Linux as a Switch Operating System: Five Lessons Learned

Arista spent the last nine years building a switch operating system based on Linux, including nearly six years of field experience. Here are five lessons we learned along the way.

Lesson 1. It’s okay to leave the door unlocked.

We weren’t the first to put Linux on a switch, but we were the first to leave it open. By “open”, I mean that an administrator can get a root shell on the switch, with access to all of the standard Linux tools from awk to zip. A few naysayers believed that customers would run with scissors, hurt themselves, and blame us, yet this has literally never happened, because (a) Linux provides such good isolation between processes, (b) there is a high degree of Linux expertise among customers who exploit Arista’s open Linux, and (c) the administrator retains control (through AAA) over who can access these facilities.

Lesson 2. Preserve the integrity of the Linux core.

We went to a fair amount of trouble to preserve the standard Linux networking abstractions so that standard tools, such as ifconfig, ping, tcpdump, and sshd, would work out of the box. Am I glad we did! It has made it much easier for us to get things like Microsoft’s nanowbem or VMware’s ovsdb running on our switch. It has also enabled customers to run all sorts of software that we hadn’t imagined running on a switch: tftpd, named, dhcpd, sendmail, nfsd/portmap, collectd, chef, puppet, cfengine, ansible, mrtg, nagios, ganglia… the list goes on and on. By preserving Linux interfaces, we preserved our connection to the Linux community, capturing the benefits of community development for our customers.

Lesson 3. Focus on state, not messages.

Aggregating switching state in a database process (Sysdb) has worked out very well for us. It makes the system more resilient, because all processes restart statefully, and the restart code path is the same as the initial process-start code, meaning it actually works. Other Linux-based switch operating systems are based on message passing, where processes coordinate by sending each other messages (add route, delete ACL entry, etc). The problem is in recovery: when a process fails and restarts, getting it caught up with everyone else is a non-trivial exercise, and the special recovery code may not get a lot of testing.

Lesson 4. Keep your hands out of the kernel.

Unlike those who propose that the Linux kernel should be where all the state resides, we believe that the kernel should hold only the minimum state required for the software control-frame transmit path. Why? First, that’s all you actually need — software forwarding is uninteresting in the modern data center. Second, if you don’t touch it, you don’t break it, and keeping our hands out of the kernel has led to world-class stability for our customers. Third, if you make changes, you either wind up with a kernel fork (which makes it harder to keep up with the community) or you have to convince the Linux kernel maintainers to accept your changes, which isn’t always easy especially if those changes are specific to the environment of a switch/router. We expect those who take a kernel-centric approach will question that decision when they take a hard look at what is required to implement features like private VLANs, storm control, VRF, VLAN translation, q-in-q, etc.

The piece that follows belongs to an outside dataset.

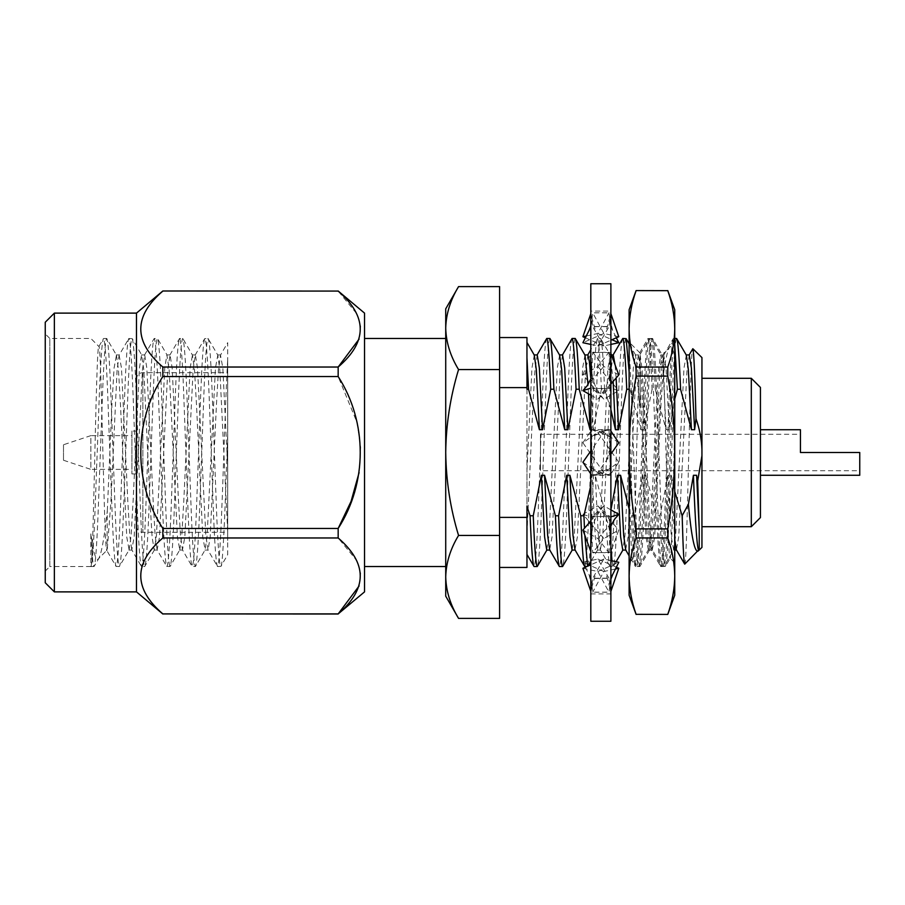 <?xml version="1.0" encoding="UTF-8"?>
<svg xmlns="http://www.w3.org/2000/svg" width="905" height="905" viewBox="0 0 905 905"><rect width="100%" height="100%" fill="white"/><g stroke="black" fill="none" stroke-linecap="round" stroke-linejoin="round"><path stroke-width="0.68" stroke-dasharray="4.53 3.39" d="M591.723 475.306L609.97 475.306L609.97 429.694L591.723 429.694L591.723 475.306L590.818 473.949M582.911 462.217L597.854 472.682L610.886 454.072M618.782 442.783L603.839 432.319L590.818 450.928M603.839 432.319L591.723 429.694M609.97 429.694L610.886 431.052M597.854 472.682L609.97 475.306M610.626 326.388L609.008 312.768L591.067 312.892L592.696 326.739L610.626 326.388L616.328 337.803M610.626 388.053L609.008 352.181L591.067 352.724L592.696 388.743L610.626 388.053L618.782 390.655L603.839 399.116L592.696 388.743M610.626 474.333L609.008 429.909L591.067 430.667L592.696 475.091L610.626 474.333L618.782 462.217L603.839 472.682L592.696 475.091M610.626 552.276L609.008 516.257L591.067 516.947L591.746 532.66L592.696 552.819L610.626 552.276L618.782 530.059L603.839 538.532L592.696 552.819M610.626 592.108L609.008 578.261L591.067 578.612L592.696 592.232L610.626 592.108L610.886 591.361M590.818 311.105L590.818 593.895L590.818 311.105L610.886 311.105L610.886 593.895L610.886 311.105M590.818 593.895L610.886 593.895M590.818 283.74L590.818 621.26M610.886 283.74L610.886 621.26M610.626 516.947L609.008 552.819L591.067 552.276L592.696 516.257L610.886 516.868M610.626 578.612L609.008 592.232L591.067 592.108L592.696 578.261L610.886 578.103M610.626 312.892L609.008 326.739L591.067 326.388L592.696 312.768L610.626 312.892L610.886 313.639M610.626 352.724L609.008 388.743L591.067 388.053L592.696 352.181L610.626 352.724L610.886 353.425M590.818 395.134L597.854 399.116L609.008 388.743M597.854 399.116L610.886 384.071M618.782 374.942L603.839 366.468L592.696 352.181M603.839 366.468L587.096 385.824M590.818 344.42L597.854 345.948L609.008 326.739M597.854 345.948L610.886 340.201M618.782 336.717L603.839 333.481L592.696 312.768M603.839 333.481L582.911 342.712M586.27 335.981L597.854 333.481L609.008 312.768M590.818 313.639L591.067 312.892M597.854 333.481L611.984 339.714M610.886 344.42L603.839 345.948L592.696 326.739M603.839 345.948L585.365 337.803M603.839 399.116L582.911 374.942L597.854 366.468L609.008 352.181M582.911 374.942L591.067 352.724M597.854 366.468L618.782 390.655M603.839 472.682L582.911 442.783L597.854 432.319L609.008 429.909M582.911 442.783L591.067 430.667M597.854 432.319L618.782 462.217M603.839 538.532L582.911 514.345L597.854 505.884L609.008 516.257M582.911 514.345L591.067 516.947M597.854 505.884L618.782 530.059M588.929 564.946L582.911 562.288L597.854 559.052L609.008 578.261M582.911 562.288L585.037 566.53M585.365 567.197L591.067 578.612M597.854 559.052L616.328 567.197M615.423 569.019L603.839 571.519L592.696 592.232M603.839 571.519L589.709 565.286M582.911 568.283L597.854 571.519L609.008 592.232M590.818 591.361L591.067 592.108M597.854 571.519L618.782 562.288M610.886 560.58L603.839 559.052L592.696 578.261M603.839 559.052L590.818 564.799M582.911 530.059L597.854 538.532L609.008 552.819M590.818 551.575L591.067 552.276M597.854 538.532L614.608 519.176M610.886 509.866L603.839 505.884L592.696 516.257M603.839 505.884L590.818 520.929M674.734 595.264L674.734 576.134C674.598 563.408 672.279 550.67 667.766 537.943L667.766 528.893L636.102 528.893L636.102 537.943L667.766 537.943M667.766 528.893C672.268 503.485 674.598 478.021 674.734 452.5L674.734 576.134C674.598 588.872 672.279 601.599 667.766 614.337L667.766 614.416M629.122 474.22L629.122 418.291C631.792 489.639 634.179 568.657 636.724 566.53C638.138 564.992 639.541 545.986 640.955 509.515L645.175 395.485C646.589 359.014 647.991 340.009 649.394 338.47L652.562 338.47C651.159 340.009 649.756 359.014 648.342 395.485L644.122 509.515C642.708 545.986 641.306 564.992 639.892 566.53C638.489 564.992 637.086 545.986 635.672 509.515C633.477 455.882 631.351 378.313 629.122 351.016L629.122 342.26L630.118 343.289L629.122 341.581L629.122 474.22C630.197 523.486 631.464 561.462 632.618 559.403L629.122 562.899M649.654 549.855L639.892 566.53L636.52 566.338L632.618 559.403C635.039 564.607 637.482 372.589 640.129 355.348L640.129 353.108L629.597 342.576C632.946 347.43 636.464 369.308 640.129 408.2L640.129 386.921L647.29 536.993L649.654 549.855L651.657 535.206L653.625 501.28L659.96 368.007L662.324 355.145L663.738 363.335L663.738 374.478L663.738 353.108L669.225 347.825L674.734 338.47L674.734 371.141L669.462 509.515C668.048 545.986 666.646 564.992 665.232 566.53C663.829 564.992 662.426 545.986 661.012 509.515L656.792 395.485C655.378 359.014 653.976 340.009 652.562 338.47L662.324 355.145M640.14 354.308L649.394 338.47C650.808 340.009 652.211 359.014 653.625 395.485L657.845 509.515C659.259 545.986 660.661 564.992 662.064 566.53L665.447 566.338L670.186 558.147L674.734 562.899L674.734 356.717C673.015 348.798 671.352 345.586 669.779 347.068C667.958 349.047 665.956 357.373 663.738 372.079L663.738 354.93L662.064 354.93M640.129 386.921L640.129 355.122L642.154 369.67L650.299 535.206L652.313 549.855L662.064 566.53C663.478 564.992 664.881 545.986 666.295 509.515L670.515 395.485C671.929 359.014 673.331 340.009 674.734 338.47L674.734 356.717M636.102 290.584L667.766 290.584M663.738 374.478C665.865 427.205 668.014 561.835 670.039 558.204C671.657 562.163 673.15 490.024 674.734 424.547L674.734 562.899M674.734 371.141L674.734 424.547M652.313 549.855L654.677 536.993L661.012 403.721L663.738 363.335M640.129 408.2L640.129 353.108M663.738 353.108L663.738 372.079M629.122 418.291L629.122 351.016M629.122 309.736L629.122 595.264M667.766 614.337L636.102 614.416M667.766 367.057L636.102 367.057L636.102 376.107L667.766 376.107L667.766 367.057C672.279 354.33 674.598 341.592 674.734 328.866C674.598 316.128 672.279 303.401 667.766 290.663M636.102 367.057C631.588 354.33 629.269 341.592 629.122 328.866C629.269 316.128 631.588 303.401 636.102 290.663M636.102 528.893C631.588 503.485 629.269 478.021 629.122 452.5C629.247 427.036 631.566 401.571 636.102 376.107M674.734 309.736L674.734 452.5C674.621 427.036 672.291 401.571 667.766 376.107M636.102 614.337C631.588 601.599 629.269 588.872 629.122 576.134C629.269 563.408 631.588 550.67 636.102 537.943M90.862 533.86C92.005 555.455 93.057 566.349 94.03 566.53L90.862 566.53C92.265 564.992 93.679 545.986 95.082 509.515L99.312 395.485C100.715 359.014 102.129 340.009 103.532 338.47L98.894 346.502C96.111 338.244 93.441 571.903 90.862 566.53L90.862 533.86C93.407 552.65 95.907 561.043 98.351 559.03C101.122 555.478 104.109 539.369 107.322 510.68L106.926 550.466C104.143 558.227 101.462 341.468 98.894 346.502L90.862 338.47L49.809 338.47L49.809 566.53L45.25 571.089L45.25 333.911L45.25 571.089M90.862 566.53L49.809 566.53L49.809 338.47L45.25 333.911M540.466 434.287L540.466 470.713L540.466 434.287L800.45 434.287L800.45 452.5L859.75 452.5L800.45 452.5L800.45 434.287M859.75 470.713L859.75 452.5L859.75 470.713L540.466 470.713M701.941 547.423L701.941 357.577M699.214 550.07L698.208 551.055M684.723 564.143C687.336 569.471 690.04 340.631 692.845 348.742M701.941 378.301L701.941 526.699L701.941 378.301M760.426 429.728L760.426 475.272L760.426 429.728M499.594 337.554L499.594 567.446L499.594 337.554M526.959 567.446L526.959 337.554M63.497 444.751L63.497 460.249L63.497 444.751L90.862 435.622L90.862 469.378L131.915 469.378L131.915 435.622L131.915 469.378M63.497 460.249L90.862 469.378L90.862 435.622L131.915 435.622M131.915 431.063L131.915 473.937L131.915 431.063L136.474 431.063L136.474 473.937L136.474 431.063M131.915 473.937L136.474 473.937M136.474 379.071L136.474 525.929L136.474 379.071A6.38 6.38 0 0 1 142.854 372.679L227.698 372.679L227.698 532.321L227.698 372.679M136.474 525.929A6.38 6.38 0 0 0 142.854 532.321L227.698 532.321M107.322 510.68L111.982 403.721L114.087 368.007L116.451 355.145L106.7 338.47C108.102 340.009 109.516 359.014 110.919 395.485L115.15 509.515C116.553 545.986 117.955 564.992 119.37 566.53L115.987 566.338L106.767 550.398L98.894 558.294L94.03 566.53C95.432 564.992 96.846 545.986 98.249 509.515L102.48 395.485C103.883 359.014 105.285 340.009 106.7 338.47L103.532 338.47C104.935 340.009 106.349 359.014 107.752 395.485L111.982 509.515C113.385 545.986 114.788 564.992 116.202 566.53C117.605 564.992 119.019 545.986 120.422 509.515L124.652 395.485C126.055 359.014 127.458 340.009 128.872 338.47C130.275 340.009 131.689 359.014 133.092 395.485L137.322 509.515C138.725 545.986 140.128 564.992 141.542 566.53C142.945 564.992 144.359 545.986 145.762 509.515L149.992 395.485C151.395 359.014 152.798 340.009 154.212 338.47C155.615 340.009 157.029 359.014 158.432 395.485L162.662 509.515C164.065 545.986 165.468 564.992 166.882 566.53C168.285 564.992 169.699 545.986 171.102 509.515L175.332 395.485C176.735 359.014 178.138 340.009 179.552 338.47C180.955 340.009 182.369 359.014 183.772 395.485L188.002 509.515C189.405 545.986 190.808 564.992 192.222 566.53C193.625 564.992 195.039 545.986 196.442 509.515L200.672 395.485C202.075 359.014 203.478 340.009 204.892 338.47C206.295 340.009 207.709 359.014 209.112 395.485L213.342 509.515C214.745 545.986 216.148 564.992 217.562 566.53C218.965 564.992 220.379 545.986 221.782 509.515C223.716 461.324 225.809 391.288 227.698 359.941L227.698 540.443L227.698 342.667L220.481 355.145L222.834 368.007L227.698 467.138M364.534 591.881L364.534 313.119M338.165 614.009L162.843 613.918C133.42 588.691 133.42 563.374 162.843 537.966L338.165 537.966L357.079 560.987L360.665 573.442L359.115 585.931M338.165 537.966L338.165 528.452L162.843 528.452C133.295 482.874 133.567 421.73 162.843 376.548L338.165 376.548L357.09 422.635L360.665 447.556L359.104 472.546M338.165 376.548L338.165 367.034L162.843 367.034C133.42 341.807 133.42 316.49 162.843 291.082L338.165 291.082L357.079 314.114L360.665 326.558L359.115 339.047M136.474 313.119L136.474 591.881M162.843 367.034L162.843 376.548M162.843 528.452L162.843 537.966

Lesson 5. Provide familiar interfaces to ease adoption.

Learning the lesson from others’ attempts at integrating Linux into switching, we wrote a standard CLI that runs on top of Sysdb. It retains the familiar management commands, keeping configuration in a familiar startup-config file. Of course, you don’t have to use our CLI if you don’t want to; the native Linux interfaces are all there, and about 20% of our customers adopt a pure-Linux approach. The remaining 80% tell us they appreciate the way they can leverage their deep IOS experience, as they can easily upgrade an aging Catalyst infrastructure to Arista. Plus, by providing APIs around familiar networking abstractions, we enable automation in a more traditional networking environment.

In summary, it is possible to be both a true modern networking operating system, and also run true Linux. The best of both worlds is achievable with proper, disciplined engineering.